▶ TASK INSTRUCTIONS
Your answer should be an exact copy of the lines from the start of the entries to the line containing "190.68L533.9 371.32L28.1 371.32L28.1", both included.

▶ SUPPLIED DATA
>>>>

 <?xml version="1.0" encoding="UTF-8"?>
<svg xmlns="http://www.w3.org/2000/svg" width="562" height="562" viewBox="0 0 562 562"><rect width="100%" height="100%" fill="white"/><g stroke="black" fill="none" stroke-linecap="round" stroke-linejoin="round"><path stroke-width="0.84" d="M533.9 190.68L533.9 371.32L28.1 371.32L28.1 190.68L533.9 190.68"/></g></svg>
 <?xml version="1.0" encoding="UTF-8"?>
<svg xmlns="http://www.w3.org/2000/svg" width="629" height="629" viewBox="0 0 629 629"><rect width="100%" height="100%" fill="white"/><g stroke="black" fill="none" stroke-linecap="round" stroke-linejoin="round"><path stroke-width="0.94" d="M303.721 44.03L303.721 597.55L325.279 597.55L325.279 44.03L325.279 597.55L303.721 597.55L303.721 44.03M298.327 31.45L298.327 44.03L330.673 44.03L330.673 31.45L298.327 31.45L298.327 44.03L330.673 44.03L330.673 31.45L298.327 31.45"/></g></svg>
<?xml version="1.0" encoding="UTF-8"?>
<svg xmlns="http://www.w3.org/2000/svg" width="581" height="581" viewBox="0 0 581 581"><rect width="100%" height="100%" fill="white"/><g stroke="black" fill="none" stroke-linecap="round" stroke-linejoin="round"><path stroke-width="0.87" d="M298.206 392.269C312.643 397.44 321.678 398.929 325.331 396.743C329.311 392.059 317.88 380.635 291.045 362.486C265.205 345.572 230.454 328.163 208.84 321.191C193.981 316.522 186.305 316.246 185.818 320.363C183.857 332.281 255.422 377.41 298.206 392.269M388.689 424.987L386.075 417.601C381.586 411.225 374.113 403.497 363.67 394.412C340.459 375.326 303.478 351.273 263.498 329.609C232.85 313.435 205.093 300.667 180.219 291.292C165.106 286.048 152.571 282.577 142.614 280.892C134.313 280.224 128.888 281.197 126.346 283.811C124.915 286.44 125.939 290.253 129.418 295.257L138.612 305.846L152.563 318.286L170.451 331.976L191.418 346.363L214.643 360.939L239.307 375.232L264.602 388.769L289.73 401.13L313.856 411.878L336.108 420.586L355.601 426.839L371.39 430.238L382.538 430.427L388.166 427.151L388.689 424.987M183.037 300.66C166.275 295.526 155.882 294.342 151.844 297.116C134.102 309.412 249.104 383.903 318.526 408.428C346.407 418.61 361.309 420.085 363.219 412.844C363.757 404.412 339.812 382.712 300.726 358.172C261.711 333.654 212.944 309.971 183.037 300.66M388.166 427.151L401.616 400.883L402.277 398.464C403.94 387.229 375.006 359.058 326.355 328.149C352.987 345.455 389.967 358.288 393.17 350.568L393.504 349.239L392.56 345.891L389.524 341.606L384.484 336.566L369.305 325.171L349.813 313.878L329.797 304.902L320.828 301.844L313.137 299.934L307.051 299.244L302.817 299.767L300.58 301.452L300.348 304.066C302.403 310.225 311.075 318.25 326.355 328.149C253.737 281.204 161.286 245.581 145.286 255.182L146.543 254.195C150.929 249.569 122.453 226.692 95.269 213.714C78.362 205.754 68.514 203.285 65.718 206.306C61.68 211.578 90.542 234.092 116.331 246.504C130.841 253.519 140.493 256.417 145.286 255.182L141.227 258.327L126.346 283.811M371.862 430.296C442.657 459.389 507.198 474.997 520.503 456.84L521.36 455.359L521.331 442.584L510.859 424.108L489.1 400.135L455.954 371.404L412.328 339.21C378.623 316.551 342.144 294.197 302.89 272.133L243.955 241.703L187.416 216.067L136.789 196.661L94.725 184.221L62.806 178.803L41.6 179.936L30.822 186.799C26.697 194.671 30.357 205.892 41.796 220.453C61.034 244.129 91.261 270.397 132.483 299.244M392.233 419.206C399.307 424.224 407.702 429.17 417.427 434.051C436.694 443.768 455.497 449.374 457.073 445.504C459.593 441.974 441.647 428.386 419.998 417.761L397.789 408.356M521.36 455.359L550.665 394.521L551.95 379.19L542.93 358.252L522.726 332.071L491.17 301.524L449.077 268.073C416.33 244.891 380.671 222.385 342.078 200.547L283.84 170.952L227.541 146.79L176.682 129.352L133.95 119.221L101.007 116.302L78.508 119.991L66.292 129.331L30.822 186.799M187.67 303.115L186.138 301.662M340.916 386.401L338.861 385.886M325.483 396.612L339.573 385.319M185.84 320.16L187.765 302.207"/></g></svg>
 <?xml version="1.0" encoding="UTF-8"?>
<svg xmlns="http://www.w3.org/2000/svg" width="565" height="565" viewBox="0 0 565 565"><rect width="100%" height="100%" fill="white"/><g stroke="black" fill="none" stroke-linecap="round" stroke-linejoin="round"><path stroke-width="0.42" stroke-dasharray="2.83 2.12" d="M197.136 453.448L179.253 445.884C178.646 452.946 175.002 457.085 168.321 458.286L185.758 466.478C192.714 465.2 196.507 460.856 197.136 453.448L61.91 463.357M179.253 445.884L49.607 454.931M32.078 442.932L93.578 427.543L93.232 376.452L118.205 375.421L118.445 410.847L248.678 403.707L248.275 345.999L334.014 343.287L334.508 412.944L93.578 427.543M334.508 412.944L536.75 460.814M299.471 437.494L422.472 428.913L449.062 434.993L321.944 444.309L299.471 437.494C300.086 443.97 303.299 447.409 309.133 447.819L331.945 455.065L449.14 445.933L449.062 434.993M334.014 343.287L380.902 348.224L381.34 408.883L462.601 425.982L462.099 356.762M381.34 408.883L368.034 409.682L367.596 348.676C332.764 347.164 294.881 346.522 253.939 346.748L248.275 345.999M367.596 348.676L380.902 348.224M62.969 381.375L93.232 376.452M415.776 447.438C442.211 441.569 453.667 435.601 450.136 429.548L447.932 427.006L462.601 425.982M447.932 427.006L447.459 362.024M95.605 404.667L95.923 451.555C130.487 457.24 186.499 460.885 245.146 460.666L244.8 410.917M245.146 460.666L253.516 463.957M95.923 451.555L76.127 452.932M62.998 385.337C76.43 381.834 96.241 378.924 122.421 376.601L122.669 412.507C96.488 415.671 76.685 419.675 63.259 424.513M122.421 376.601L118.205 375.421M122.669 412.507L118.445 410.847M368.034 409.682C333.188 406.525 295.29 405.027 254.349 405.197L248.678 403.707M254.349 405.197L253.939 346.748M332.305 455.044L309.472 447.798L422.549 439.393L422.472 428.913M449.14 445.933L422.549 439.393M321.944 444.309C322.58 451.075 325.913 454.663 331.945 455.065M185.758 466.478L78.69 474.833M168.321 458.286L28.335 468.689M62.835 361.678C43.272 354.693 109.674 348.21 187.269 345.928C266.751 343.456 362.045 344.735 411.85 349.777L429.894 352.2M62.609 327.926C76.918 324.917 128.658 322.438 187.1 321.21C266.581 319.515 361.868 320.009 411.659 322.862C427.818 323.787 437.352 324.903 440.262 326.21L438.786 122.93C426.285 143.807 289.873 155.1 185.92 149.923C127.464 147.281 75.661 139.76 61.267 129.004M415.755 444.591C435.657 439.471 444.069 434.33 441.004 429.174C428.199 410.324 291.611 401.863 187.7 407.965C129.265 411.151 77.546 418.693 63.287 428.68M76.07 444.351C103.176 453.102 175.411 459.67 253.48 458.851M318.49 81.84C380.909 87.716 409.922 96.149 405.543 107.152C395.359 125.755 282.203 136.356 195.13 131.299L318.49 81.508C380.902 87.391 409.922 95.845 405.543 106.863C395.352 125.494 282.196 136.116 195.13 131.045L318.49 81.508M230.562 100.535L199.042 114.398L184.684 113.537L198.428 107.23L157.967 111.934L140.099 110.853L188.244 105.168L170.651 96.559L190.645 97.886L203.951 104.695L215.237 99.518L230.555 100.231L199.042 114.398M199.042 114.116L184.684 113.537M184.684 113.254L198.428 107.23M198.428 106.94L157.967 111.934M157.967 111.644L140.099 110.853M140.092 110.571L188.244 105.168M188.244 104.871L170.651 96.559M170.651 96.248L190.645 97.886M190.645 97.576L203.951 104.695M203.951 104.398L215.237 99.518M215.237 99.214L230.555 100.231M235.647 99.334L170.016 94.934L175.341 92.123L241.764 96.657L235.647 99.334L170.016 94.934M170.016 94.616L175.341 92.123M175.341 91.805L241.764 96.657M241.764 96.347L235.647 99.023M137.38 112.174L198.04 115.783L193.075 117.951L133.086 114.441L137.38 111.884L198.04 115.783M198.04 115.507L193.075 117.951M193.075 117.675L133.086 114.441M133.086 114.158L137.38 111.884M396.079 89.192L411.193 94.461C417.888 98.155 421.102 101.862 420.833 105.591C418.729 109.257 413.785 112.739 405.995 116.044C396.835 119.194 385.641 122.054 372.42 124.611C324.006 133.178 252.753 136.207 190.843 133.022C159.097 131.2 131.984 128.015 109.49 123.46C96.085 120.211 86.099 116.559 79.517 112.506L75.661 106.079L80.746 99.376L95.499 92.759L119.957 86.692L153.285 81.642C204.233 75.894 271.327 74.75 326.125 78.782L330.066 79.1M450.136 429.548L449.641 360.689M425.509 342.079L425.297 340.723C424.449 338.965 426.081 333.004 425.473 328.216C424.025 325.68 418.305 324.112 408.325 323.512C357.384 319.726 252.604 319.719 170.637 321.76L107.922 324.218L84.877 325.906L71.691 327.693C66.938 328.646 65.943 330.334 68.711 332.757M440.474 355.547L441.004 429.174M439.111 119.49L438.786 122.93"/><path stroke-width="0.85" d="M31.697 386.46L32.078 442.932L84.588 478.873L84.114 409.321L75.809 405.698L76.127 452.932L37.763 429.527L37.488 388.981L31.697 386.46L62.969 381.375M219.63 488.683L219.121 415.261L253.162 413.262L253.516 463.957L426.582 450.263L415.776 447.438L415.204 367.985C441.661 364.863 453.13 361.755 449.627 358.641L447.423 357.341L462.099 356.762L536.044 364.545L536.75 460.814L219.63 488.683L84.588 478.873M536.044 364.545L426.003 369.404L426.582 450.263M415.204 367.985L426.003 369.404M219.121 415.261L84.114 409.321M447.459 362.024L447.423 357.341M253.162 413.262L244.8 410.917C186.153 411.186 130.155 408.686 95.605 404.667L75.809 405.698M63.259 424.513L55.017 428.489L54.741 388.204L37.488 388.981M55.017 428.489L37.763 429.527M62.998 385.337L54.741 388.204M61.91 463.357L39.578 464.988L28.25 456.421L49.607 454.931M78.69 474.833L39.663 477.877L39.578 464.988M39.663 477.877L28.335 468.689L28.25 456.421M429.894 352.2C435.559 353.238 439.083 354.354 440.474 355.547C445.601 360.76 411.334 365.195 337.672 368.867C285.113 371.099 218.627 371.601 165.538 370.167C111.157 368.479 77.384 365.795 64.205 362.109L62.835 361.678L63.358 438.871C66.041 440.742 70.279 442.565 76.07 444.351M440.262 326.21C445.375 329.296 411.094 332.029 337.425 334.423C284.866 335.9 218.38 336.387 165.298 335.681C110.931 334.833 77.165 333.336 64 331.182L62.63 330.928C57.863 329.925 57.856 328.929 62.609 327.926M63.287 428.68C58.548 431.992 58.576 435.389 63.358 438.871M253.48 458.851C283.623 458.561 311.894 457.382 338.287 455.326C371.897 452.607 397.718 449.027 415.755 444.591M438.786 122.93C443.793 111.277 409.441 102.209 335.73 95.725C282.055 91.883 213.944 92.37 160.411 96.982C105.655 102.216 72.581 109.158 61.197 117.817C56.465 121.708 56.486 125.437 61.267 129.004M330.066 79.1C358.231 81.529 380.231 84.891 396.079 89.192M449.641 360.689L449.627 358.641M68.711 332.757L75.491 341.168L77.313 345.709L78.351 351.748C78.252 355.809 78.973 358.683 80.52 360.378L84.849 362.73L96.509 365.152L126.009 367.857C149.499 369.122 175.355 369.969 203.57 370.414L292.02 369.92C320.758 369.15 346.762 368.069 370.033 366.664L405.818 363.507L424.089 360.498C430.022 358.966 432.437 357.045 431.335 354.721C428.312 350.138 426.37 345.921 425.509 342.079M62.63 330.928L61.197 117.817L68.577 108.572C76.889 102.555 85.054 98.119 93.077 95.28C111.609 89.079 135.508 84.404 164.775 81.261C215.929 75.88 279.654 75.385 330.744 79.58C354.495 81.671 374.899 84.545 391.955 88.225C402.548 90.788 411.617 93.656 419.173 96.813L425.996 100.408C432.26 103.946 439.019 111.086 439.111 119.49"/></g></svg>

<<<<

▶ WRITTEN RESPONSE
 <?xml version="1.0" encoding="UTF-8"?>
<svg xmlns="http://www.w3.org/2000/svg" width="562" height="562" viewBox="0 0 562 562"><rect width="100%" height="100%" fill="white"/><g stroke="black" fill="none" stroke-linecap="round" stroke-linejoin="round"><path stroke-width="0.84" d="M533.9 190.68L533.9 371.32L28.1 371.32L28.1 190.68L533.9 190.68"/></g></svg>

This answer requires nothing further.